▶ **Required work**: If a line in the entries below contains "shown", copy it.
*** Opening Exercise inputs ***
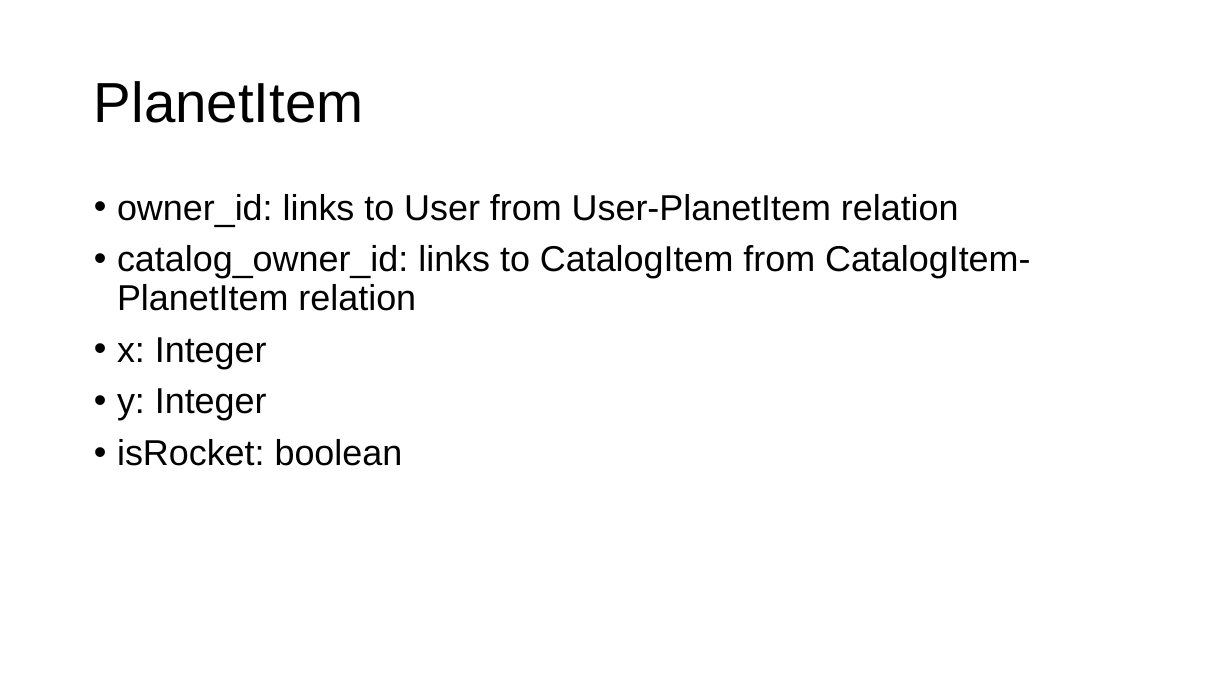
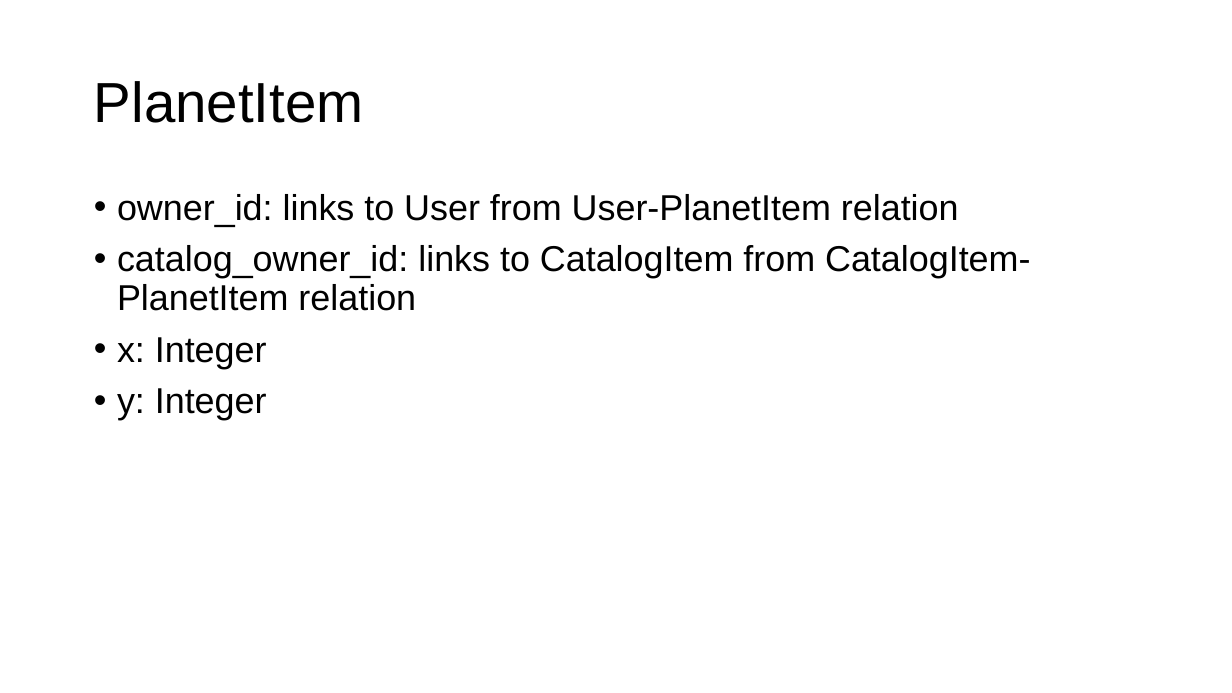
Before and after one commit to gmfk07/iu2018-backend, a slide deck: slide 14 of iu-spec-backend.pptx (slide 16 before the commit). Drawn at 1232x693 pixels with LibreOffice and Linux fonts; fonts in the diff are those of the drawing. Boxes give left, top, right and bottom in pixels: in the first picture for what was removed or moved away, otherwise in the second. Text is boxed around its words. In the diff, an @@ line names an element or a change of style, - is before the commit and + after.

Commit message:
Revert "Fixed backend bugs, added aliens, rockets, and user info"
This reverts commit 669a06f357fbbdafbfcf50668433925fe10a56d1.

```diff
--- a/iu-spec-backend.pptx
+++ b/iu-spec-backend.pptx
@@ text at box(117, 439, 403, 466): paragraph removed @@
-• isRocket: boolean
```
Also in this commit, not shown: 3 other slides changed, 4 slides removed, 5 other files.
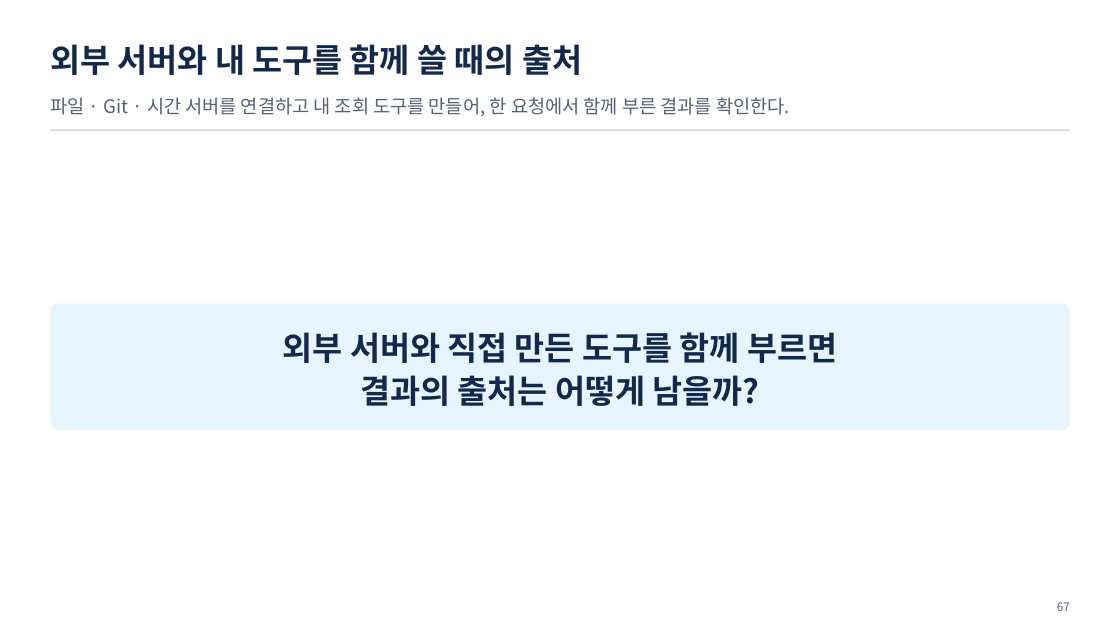
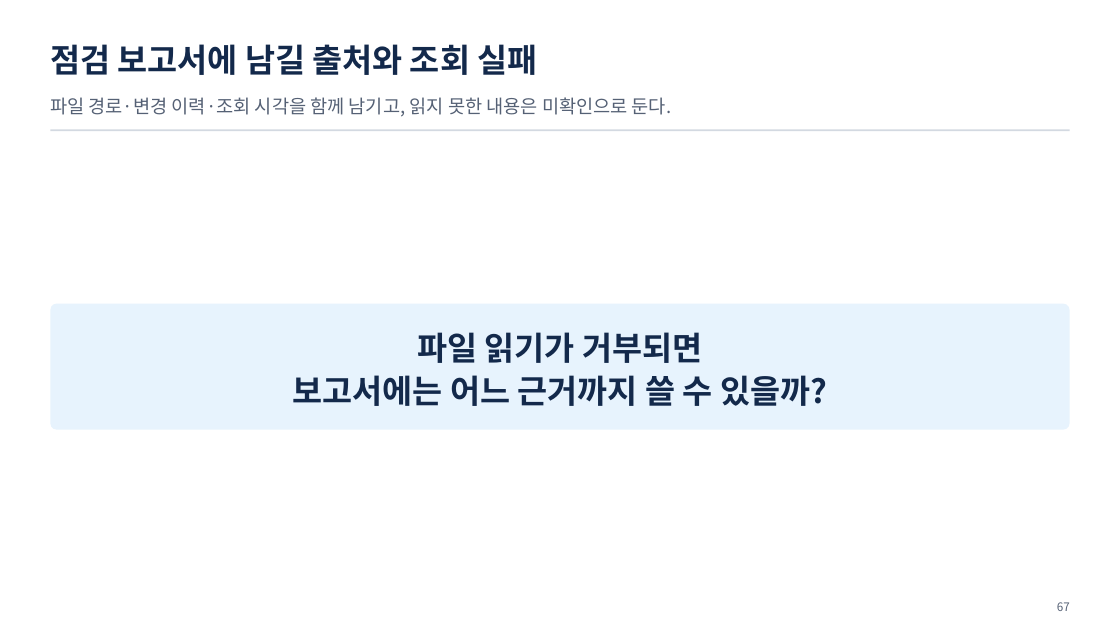
Before and after one commit to uengine-oss/hyd-iot-edu, a slide deck: slide 67 of workspace/강의제작/산출물/통합반/이론/06회차/통합반_06일차.pptx. Drawn at 1120x630 pixels with LibreOffice and Linux fonts; fonts in the diff are those of the drawing. Boxes give left, top, right and bottom in pixels: in the first picture for what was removed or moved away, otherwise in the second. Text is boxed around its words. In the diff, an @@ line names an element or a change of style, - is before the commit and + after.

Commit message:
통합반 6회차 66~67장의 점검 메모·권한을 실습 ZIP으로 검증하고 조회 도구 구현 누락을 기록한다

```diff
--- a/workspace/강의제작/산출물/통합반/이론/06회차/통합반_06일차.pptx
+++ b/workspace/강의제작/산출물/통합반/이론/06회차/통합반_06일차.pptx
@@ text at [50,44,537,75]: text changed @@
-외부 서버와 내 도구를 함께 쓸 때의 출처
+점검 보고서에 남길 출처와 조회 실패
@@ text at [50,97,672,117]: text changed @@
-파일 · Git · 시간 서버를 연결하고 내 조회 도구를 만들어, 한 요청에서 함께 부른 결과를 확인한다.
+파일 경로·변경 이력·조회 시각을 함께 남기고, 읽지 못한 내용은 미확인으로 둔다.
@@ text at [293,332,827,406]: text changed @@
-외부 서버와 직접 만든 도구를 함께 부르면
-결과의 출처는 어떻게 남을까?
+파일 읽기가 거부되면
+보고서에는 어느 근거까지 쓸 수 있을까?
```
Also in this commit, not shown: 15 other files.
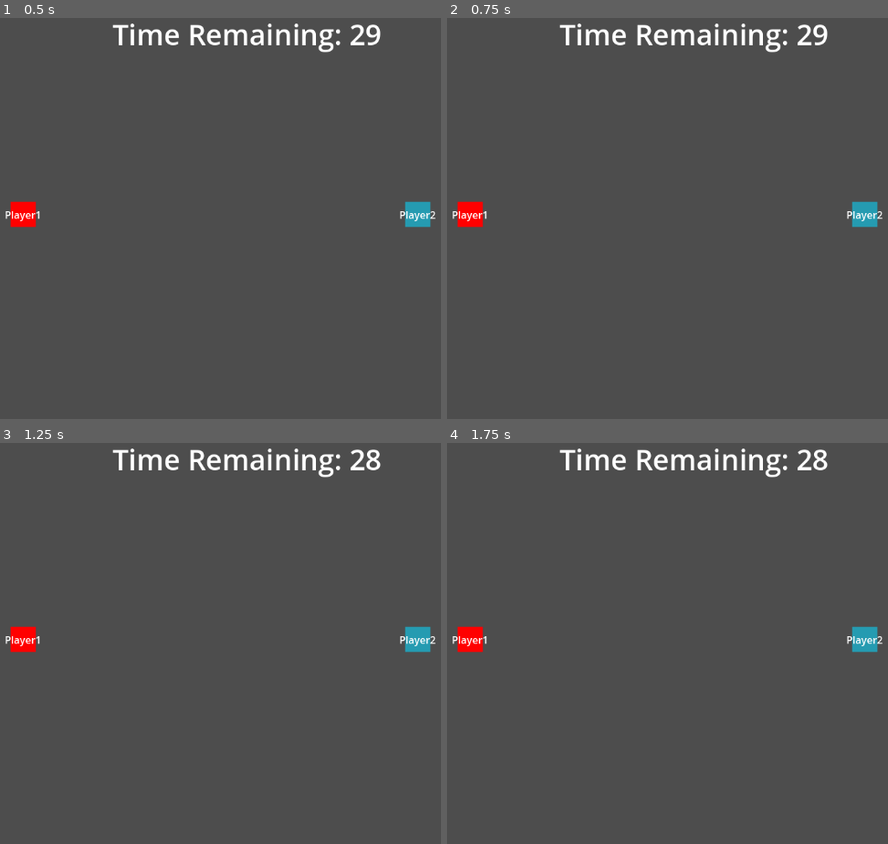
Above: before the commit, frames 1-4 (two rows, left to right).
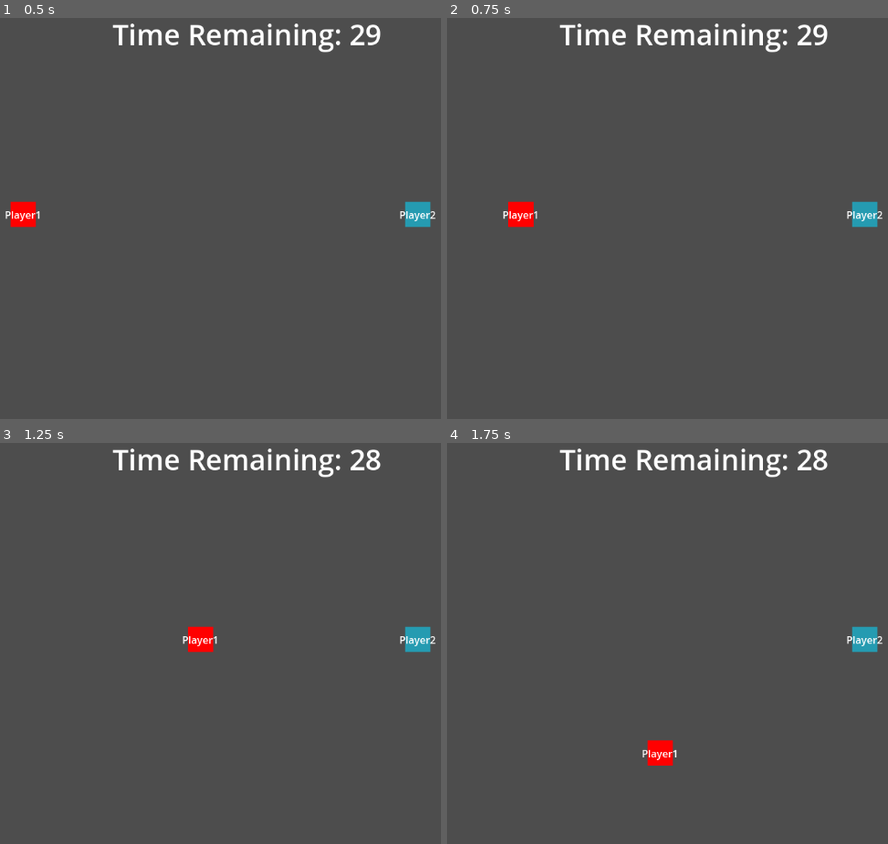
Above: after the commit, the same moments.

Repository: malceore/multiplayer_playground
Game: Godot game, scene res://scenes/levels/test_arena.tscn
Two runs of this game, one before a commit and one after it. Both use one fixed random seed, a clock stepped at 60 frames per second and the inputs below.
Inputs:
- Up to frame 1 (0.5 s): no input
- Up to frame 2 (0.75 s): tap Enter at 0.5 s; hold D (right, bound only after the commit) from 0.53 s (still down)
- Up to frame 3 (1.25 s): keep holding D (right, bound only after the commit)
- Up to frame 4 (1.75 s): release D (right, bound only after the commit) at 1.28 s; hold S (down, bound only after the commit) from 1.28 s (still down)

Frame 1 is identical in both runs. In frame 2, 0.8% of the frame differs, in the area x 1-21%, y 45-53%; in frame 3, 0.8%; in frame 4, 0.8%.

Commit message:
adding controls back in

Diff:
--- a/project.godot
+++ b/project.godot
@@ -14,3 +14,46 @@
 run/main_scene="res://scenes/levels/test_arena.tscn"
 config/features=PackedStringArray("4.2", "Forward Plus")
 config/icon="res://icon.svg"
+
+[input]
+
+arrow_L={
+"deadzone": 0.5,
+"events": [Object(InputEventKey,"resource_local_to_scene":false,"resource_name":"","device":-1,"window_id":0,"alt_pressed":false,"shift_pressed":false,"ctrl_pressed":false,"meta_pressed":false,"pressed":false,"keycode":0,"physical_keycode":4194319,"key_label":0,"unicode":0,"echo":false,"script":null)
+]
+}
+arrow_R={
+"deadzone": 0.5,
+"events": [Object(InputEventKey,"resource_local_to_scene":false,"resource_name":"","device":-1,"window_id":0,"alt_pressed":false,"shift_pressed":false,"ctrl_pressed":false,"meta_pressed":false,"pressed":false,"keycode":0,"physical_keycode":4194321,"key_label":0,"unicode":0,"echo":false,"script":null)
+]
+}
+arrow_U={
+"deadzone": 0.5,
+"events": [Object(InputEventKey,"resource_local_to_scene":false,"resource_name":"","device":-1,"window_id":0,"alt_pressed":false,"shift_pressed":false,"ctrl_pressed":false,"meta_pressed":false,"pressed":false,"keycode":0,"physical_keycode":4194320,"key_label":0,"unicode":0,"echo":false,"script":null)
+]
+}
+arrow_D={
+"deadzone": 0.5,
+"events": [Object(InputEventKey,"resource_local_to_scene":false,"resource_name":"","device":-1,"window_id":0,"alt_pressed":false,"shift_pressed":false,"ctrl_pressed":false,"meta_pressed":false,"pressed":false,"keycode":0,"physical_keycode":4194322,"key_label":0,"unicode":0,"echo":false,"script":null)
+]
+}
+left={
+"deadzone": 0.5,
+"events": [Object(InputEventKey,"resource_local_to_scene":false,"resource_name":"","device":-1,"window_id":0,"alt_pressed":false,"shift_pressed":false,"ctrl_pressed":false,"meta_pressed":false,"pressed":false,"keycode":0,"physical_keycode":65,"key_label":0,"unicode":97,"echo":false,"script":null)
+]
+}
+right={
+"deadzone": 0.5,
+"events": [Object(InputEventKey,"resource_local_to_scene":false,"resource_name":"","device":-1,"window_id":0,"alt_pressed":false,"shift_pressed":false,"ctrl_pressed":false,"meta_pressed":false,"pressed":false,"keycode":0,"physical_keycode":68,"key_label":0,"unicode":100,"echo":false,"script":null)
+]
+}
+up={
+"deadzone": 0.5,
+"events": [Object(InputEventKey,"resource_local_to_scene":false,"resource_name":"","device":-1,"window_id":0,"alt_pressed":false,"shift_pressed":false,"ctrl_pressed":false,"meta_pressed":false,"pressed":false,"keycode":0,"physical_keycode":87,"key_label":0,"unicode":119,"echo":false,"script":null)
+]
+}
+down={
+"deadzone": 0.5,
+"events": [Object(InputEventKey,"resource_local_to_scene":false,"resource_name":"","device":-1,"window_id":0,"alt_pressed":false,"shift_pressed":false,"ctrl_pressed":false,"meta_pressed":false,"pressed":false,"keycode":0,"physical_keycode":83,"key_label":0,"unicode":115,"echo":false,"script":null)
+]
+}
*** Closing Exercise inputs ***
▶ **Answer**:
Also in this commit, not shown: 3 other slides changed, 4 slides removed, 5 other files.
Also in this commit, not shown: 15 other files.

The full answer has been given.